Metro-Goldwyn-Mayer Studios, Inc. (abbreviated as MGM or M-G-M, also known as Metro-Goldwyn-Mayer Pictures, Metro-Goldwyn-Mayer, or Metro) is an American media company, involved primarily in the production and distribution of feature films and television programs. It is the current owner of United Artists.
In 1928, Walt Disney attempted to strike a distribution deal with Metro-Goldwyn-Mayer since he was having issues with Winkler Pictures and its head, Charles Mintz, over the then-Universal Pictures-owned Oswald the Lucky Rabbit short film series. He took Oswald the Lucky Rabbit film reels and showed them to Fred Quimby. Quimby turned down the offers Walt gave him and MGM.
Walt Disney Productions contracted out the production of three Silly Symphony shorts - "Merbabies", "Pipe Dreams", and "The Little Bantamweight" - to Harman-Ising Productions. Of the three, Disney only kept "Merbabies". The other two were released by MGM as part of their Happy Harmonies series.

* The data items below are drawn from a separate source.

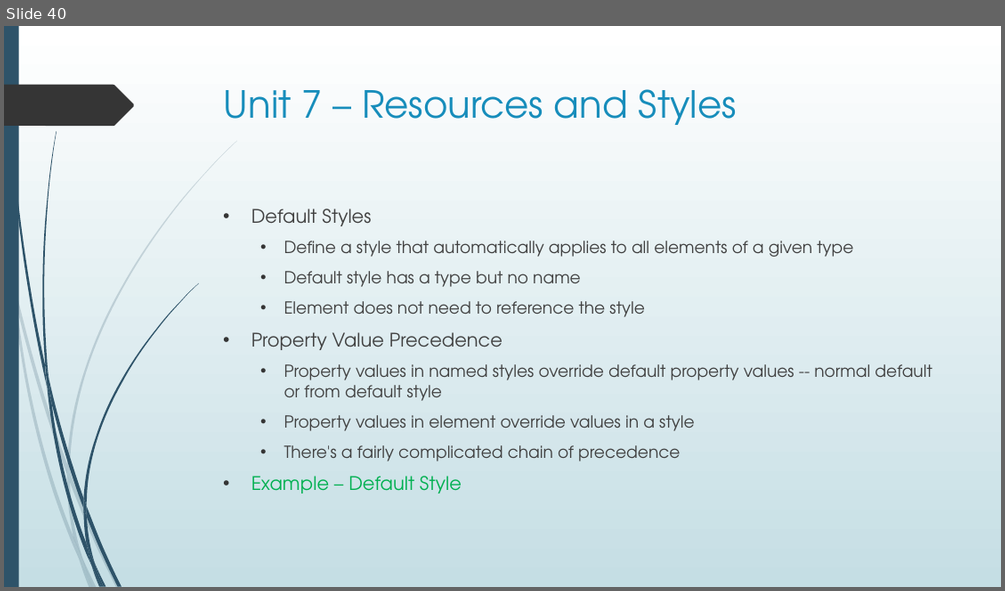
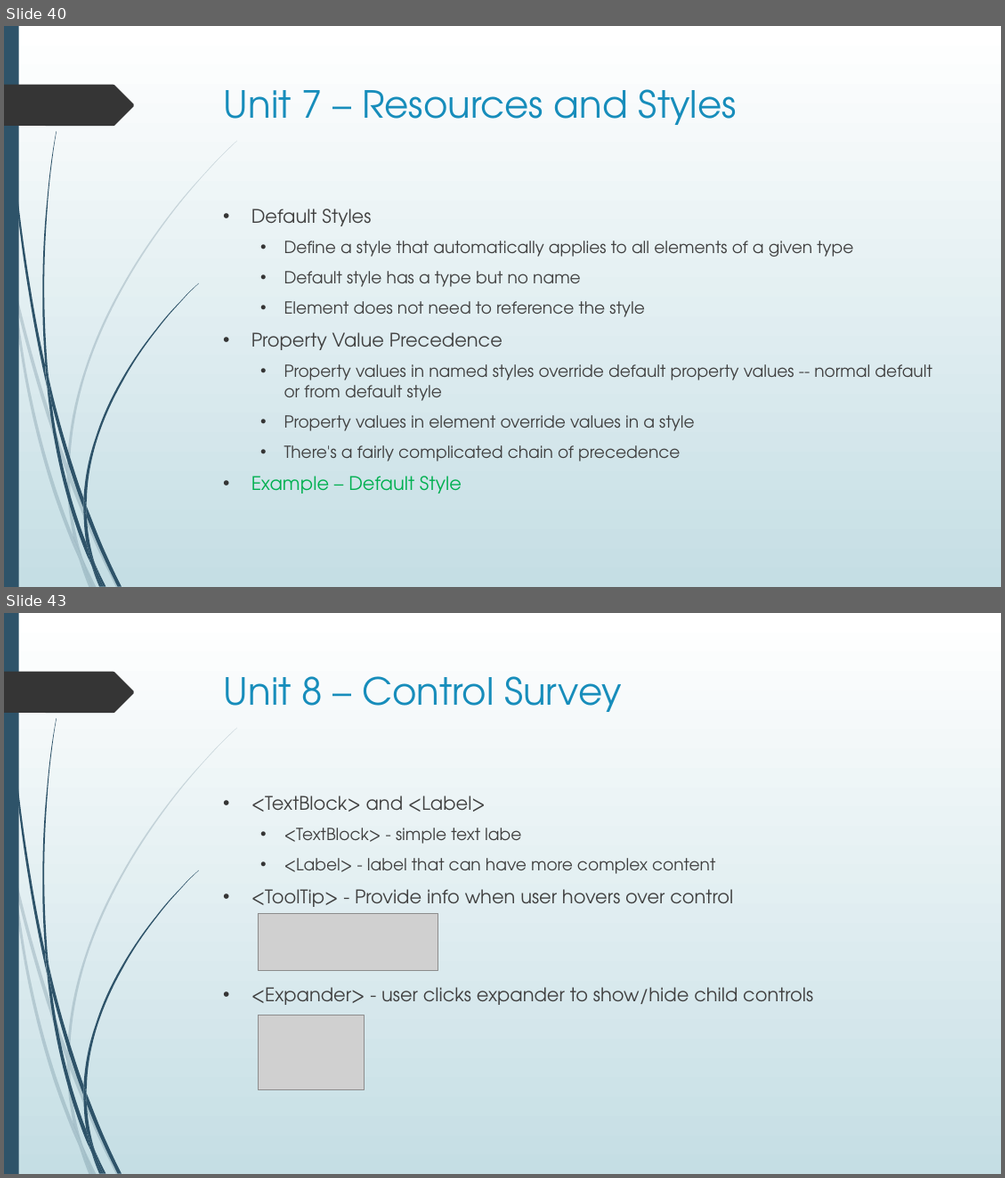
Before and after one commit to seanpsexton/wpf-workshop-solutions, a slide deck: WPF-Workshop-Sexton-Oct2023.pptx. Shown one above the other, each under a label of ours: slide 40 before the commit, slides 40 and 43 after it; the slides between them are not shown. The pictures are 1005x591 and 1005x1178 pixels, drawn with LibreOffice and Linux fonts; fonts in the diff are those of the drawing; grey boxes stand for pictures. Boxes give left, top, right and bottom in pixels: in the first picture for what was removed or moved away, otherwise in the second. Text is boxed around its words. In the diff, an @@ line names an element or a change of style, - is before the commit and + after.

Commit message:
Content thru Unit 8

```diff
--- a/WPF-Workshop-Sexton-Oct2023.pptx
+++ b/WPF-Workshop-Sexton-Oct2023.pptx
@@ slide 43 added at [4,613,1001,1174], background gradient #FFFFFF to #C5DEE5; not listed: 24 template elements that a slide beside it also shows @@
@@ title added at [224,676,621,712], 36 pt, text #178DBB @@
+Unit 8 – Control Survey
@@ text added at [251,795,813,1005], 18 pt, text #404040 @@
+• <TextBlock> and <Label>
+  • <TextBlock> - simple text labe
+  • <Label> - label that can have more complex content
+• <ToolTip> - Provide info when user hovers over control
+• <Expander> - user clicks expander to show/hide child controls
@@ picture added at [258,914,437,971] @@
@@ picture added at [258,1015,364,1090] @@
```
Also in this commit, not shown: 1 slide changed, 7 other slides added.
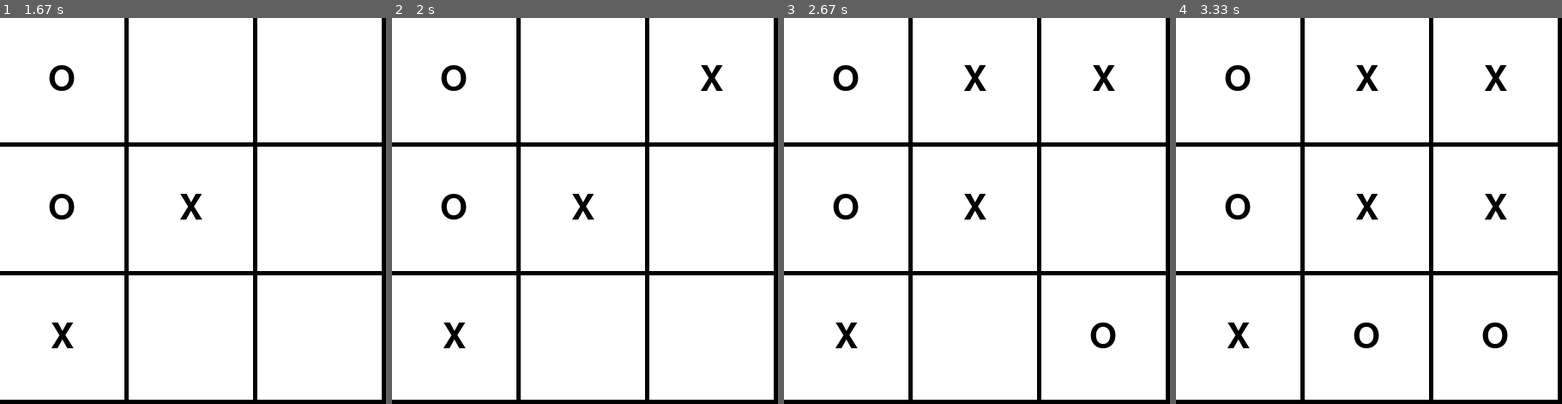
Above: before the commit, frames 1-4 (left to right).
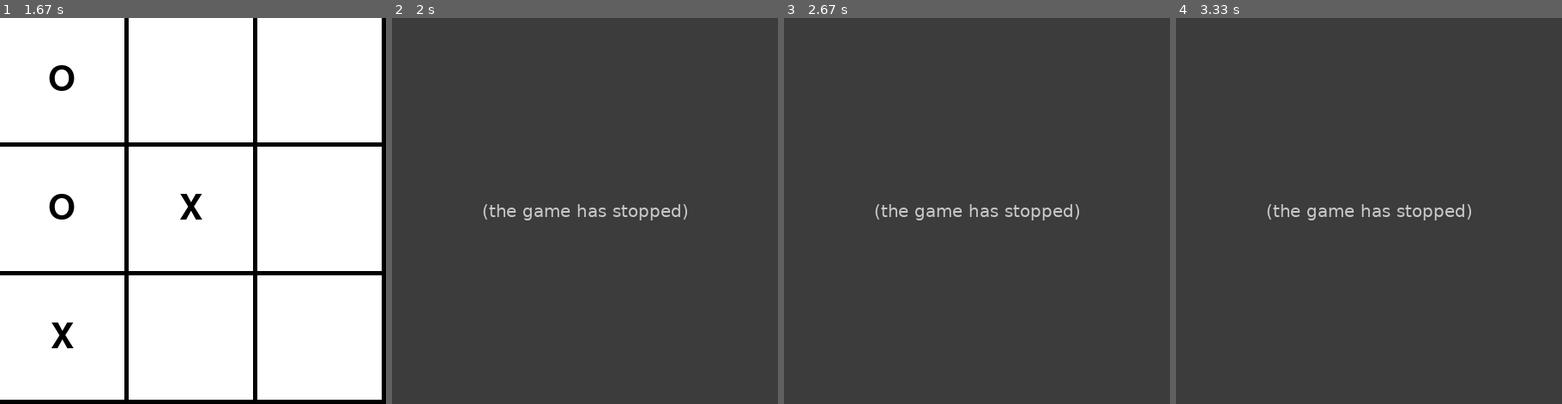
Above: after the commit, the same moments.

Repository: HampusEriksson/PyGames
Game: pygame game, started from threeinrow.py
The game is run twice, just before and just after one commit, with the same random seed, the same clock (stepped at 60 frames per second) and the same inputs.
Inputs (mouse positions are in pixels of both pictures, inside the frame that each line leads up to):
- Up to frame 1 (1.67 s): click (193, 211) at 0.38 s; click (50, 172) at 0.72 s; click (92, 330) at 1.05 s; click (61, 79) at 1.38 s
- Up to frame 2 (2 s): click (685, 68) at 1.72 s
- Up to frame 3 (2.67 s): click (1119, 342) at 2.05 s; click (1011, 110) at 2.38 s
- Up to frame 4 (3.33 s): click (1365, 338) at 2.72 s, where only the run before the commit has a clickable "O"; click (1507, 257) at 3.05 s

Frame 1 is identical in both runs. In frame 2, 100% of the frame differs, in the area x 0-100%, y 0-100%; in frame 3, 100%; in frame 4, 100%.
After the commit the program exited at 1.72 s; later frames show no game.

Commit message:
Update threeinrow.py

Diff:
--- a/threeinrow.py
+++ b/threeinrow.py
@@ -3,6 +3,7 @@
 from threeconst import *
 import numpy as np
 import time
+import sys
 
 pygame.font.init()
 pygame.init()
@@ -19,32 +20,33 @@
     pygame.display.update()
 
 def checkwin(buttons):
-    if buttons[0].text == buttons[1].text and buttons[0].text == buttons[2].text:
-        pygame.quit()
+    if buttons[0].text != "" and buttons[0].text == buttons[1].text and buttons[0].text == buttons[2].text:
+        return True
 
-    elif buttons[0].text == buttons[3].text and buttons[0].text == buttons[6].text:
-        pygame.quit()
+    elif buttons[3].text != "" and buttons[0].text == buttons[3].text and buttons[0].text == buttons[6].text:
+        return True
 
-    elif buttons[6].text == buttons[7].text and buttons[6].text == buttons[8].text:
-        pygame.quit()
+    elif buttons[6].text != "" and buttons[6].text == buttons[7].text and buttons[6].text == buttons[8].text:
+        return True
 
-    elif buttons[2].text == buttons[5].text and buttons[2].text == buttons[8].text:
-        pygame.quit()
+    elif buttons[2].text != "" and buttons[2].text == buttons[5].text and buttons[2].text == buttons[8].text:
+        return True
 
-    elif buttons[0].text == buttons[4].text and buttons[0].text == buttons[8].text:
-        pygame.quit()
+    elif buttons[0].text != "" and buttons[0].text == buttons[4].text and buttons[0].text == buttons[8].text:
+        return True
 
-    elif buttons[6].text == buttons[4].text and buttons[6].text == buttons[2].text:
-        pygame.quit()
+    elif buttons[6].text != "" and buttons[6].text == buttons[4].text and buttons[6].text == buttons[2].text:
+        return True
 
 
 def main():
     buttons = []
     clock = pygame.time.Clock()
-    run = True
     board = np.zeros((BOARD_SIZE, BOARD_SIZE))
     print(board)
     turn = 0
+
+    game_over = False
 
     for x in range(3):
         for y in range(3):
@@ -53,24 +55,24 @@
             buttons.append(Button(WHITE, x*150, y*150, 145, 145))
 
 
-    while run:
+    while not game_over:
         clock.tick(FPS)
         for event in pygame.event.get():
             if event.type == pygame.QUIT:
                 run = False
                 pygame.quit()
+                sys.exit(0)
 
             if event.type == pygame.MOUSEBUTTONDOWN:
 
                 for button in buttons:
                     if button.isOver(pygame.mouse.get_pos(),PLAYERMARKS[turn % 2]):
                         turn += 1
-                        #checkwin(buttons)
+                        game_over = checkwin(buttons)
 
         draw_window(board, buttons)
 
 
-    main()
 
 
 if __name__ == "__main__":
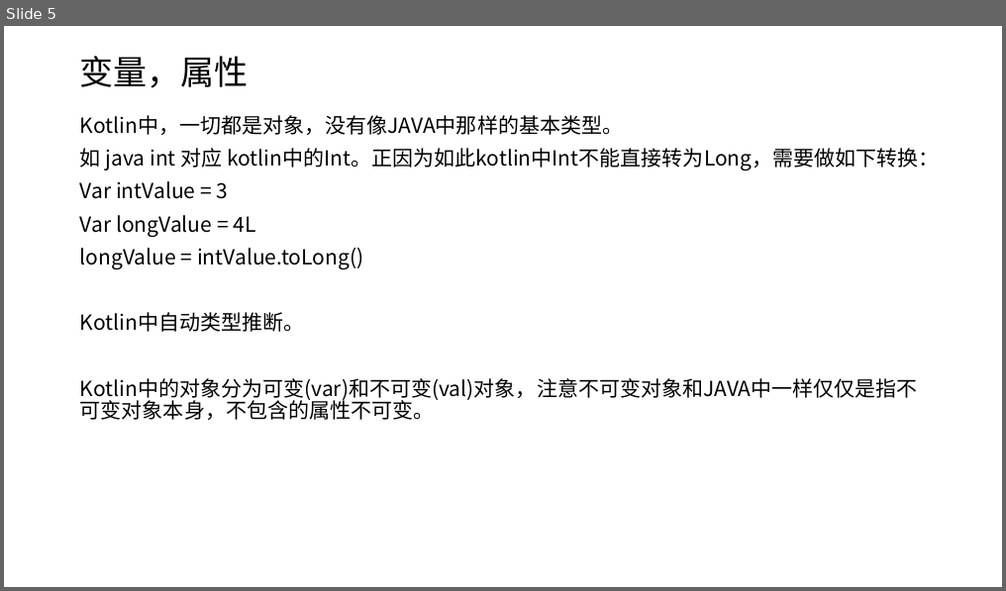
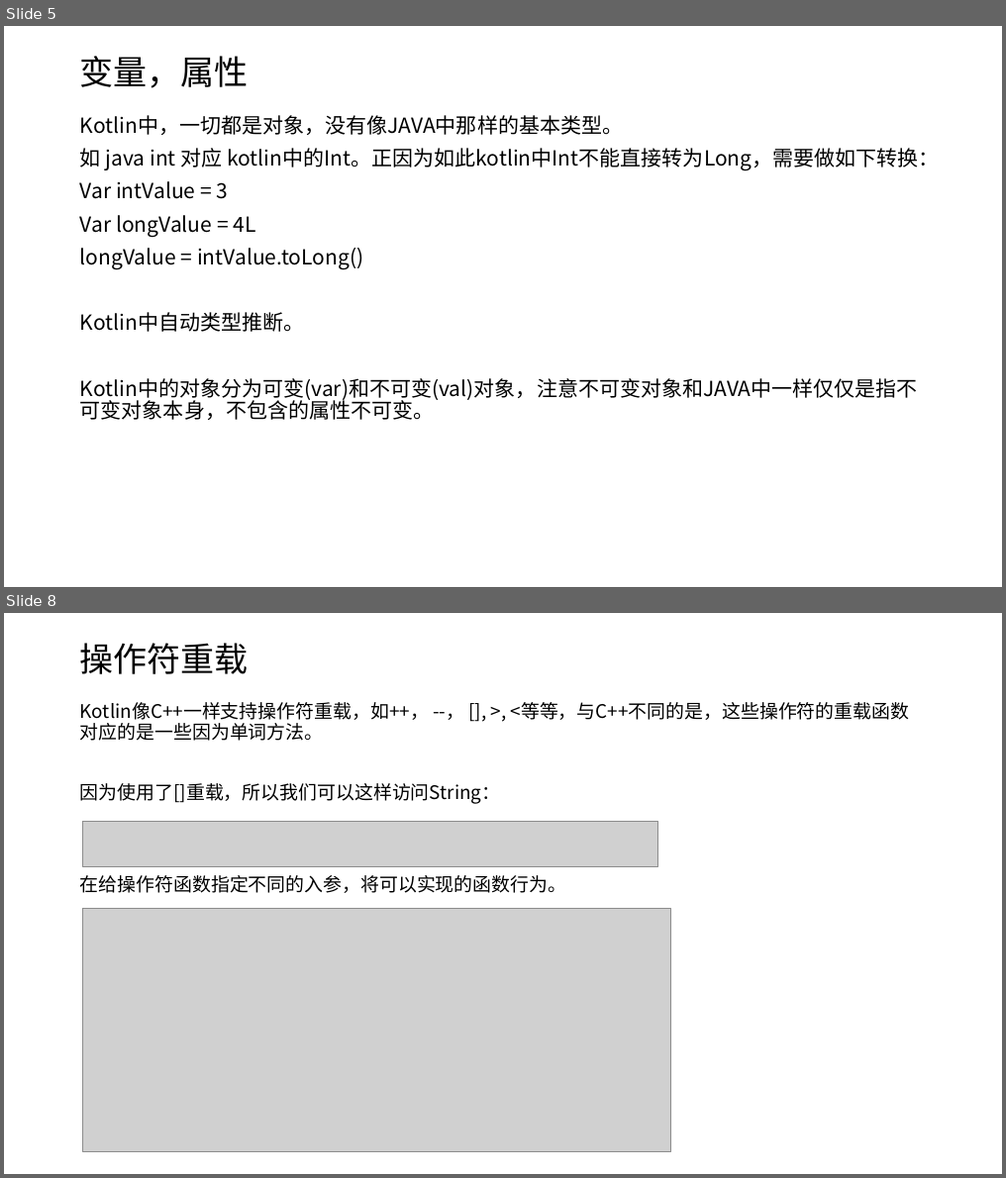
Before and after one commit to shenbibo/KotlinWeather, a slide deck: docs/初探kotlin.pptx. Shown one above the other, each under a label of ours: slide 5 before the commit, slides 5 and 8 after it; the slides between them are not shown. The pictures are 1006x591 and 1006x1178 pixels, drawn with LibreOffice and Linux fonts; fonts in the diff are those of the drawing; grey boxes stand for pictures. Boxes give left, top, right and bottom in pixels: in the first picture for what was removed or moved away, otherwise in the second. Text is boxed around its words. In the diff, an @@ line names an element or a change of style, - is before the commit and + after.

Commit message:
新增扩展函数，数据类讲解内容

```diff
--- a/docs/初探kotlin.pptx
+++ b/docs/初探kotlin.pptx
@@ slide 8 added at [4, 613, 1002, 1174], background #FFFFFF @@
@@ title added at [80, 643, 249, 674], 32.4 pt, text #000000 @@
+操作符重载
@@ text added at [80, 702, 910, 893], 18 pt, text #000000 @@
+Kotlin像C++一样支持操作符重载，如++， --， [], >, <等等，与C++不同的是，这些操作符的重载函数对应的是一些因为单词方法。
+因为使用了[]重载，所以我们可以这样访问String：
+在给操作符函数指定不同的入参，将可以实现的函数行为。
@@ picture added at [82, 821, 658, 866] @@
@@ picture added at [82, 909, 670, 1152] @@
```
Also in this commit, not shown: 2 slides changed, 6 other slides added, 3 other files.

Originally, Mickey Mouse was going to dance with Gene Kelly for "The Worry Song" segment in the 1945 film Anchors Aweigh. Some sources claim Walt Disney initially agreed to loan out Mickey, but Roy Disney rejected the deal. According to Bob Thomas's book on Roy Disney, the studio was in debt after World War II and they were focusing on trying to get their own films out on time. According to Roy, they had no business making cartoons for other people.
Theme park attractions
In 1985, Disney and Metro-Goldwyn-Mayer entered into a licensing contract that gave Disney worldwide rights to use the MGM name and logo for what would become Disney-MGM Studios, which included working production facilities for movies and television shows and a satellite animation studio, which began operation prior to the park's debut. In 1988, MGM/UA responded by filing a lawsuit that claimed Disney violated the agreement by operating a working movie and television studio at the resort. On May 1, 1989, the theme park opened adjacent to the production facilities, with MGM's only affiliation being the original licensing agreement that allowed Disney to use MGM's name and lion logo in marketing, and separate contracts that allowed specific MGM content to be used in The Great Movie Ride. When the park first opened, the only two attractions were the Studio Backlot Tour and The Great Movie Ride.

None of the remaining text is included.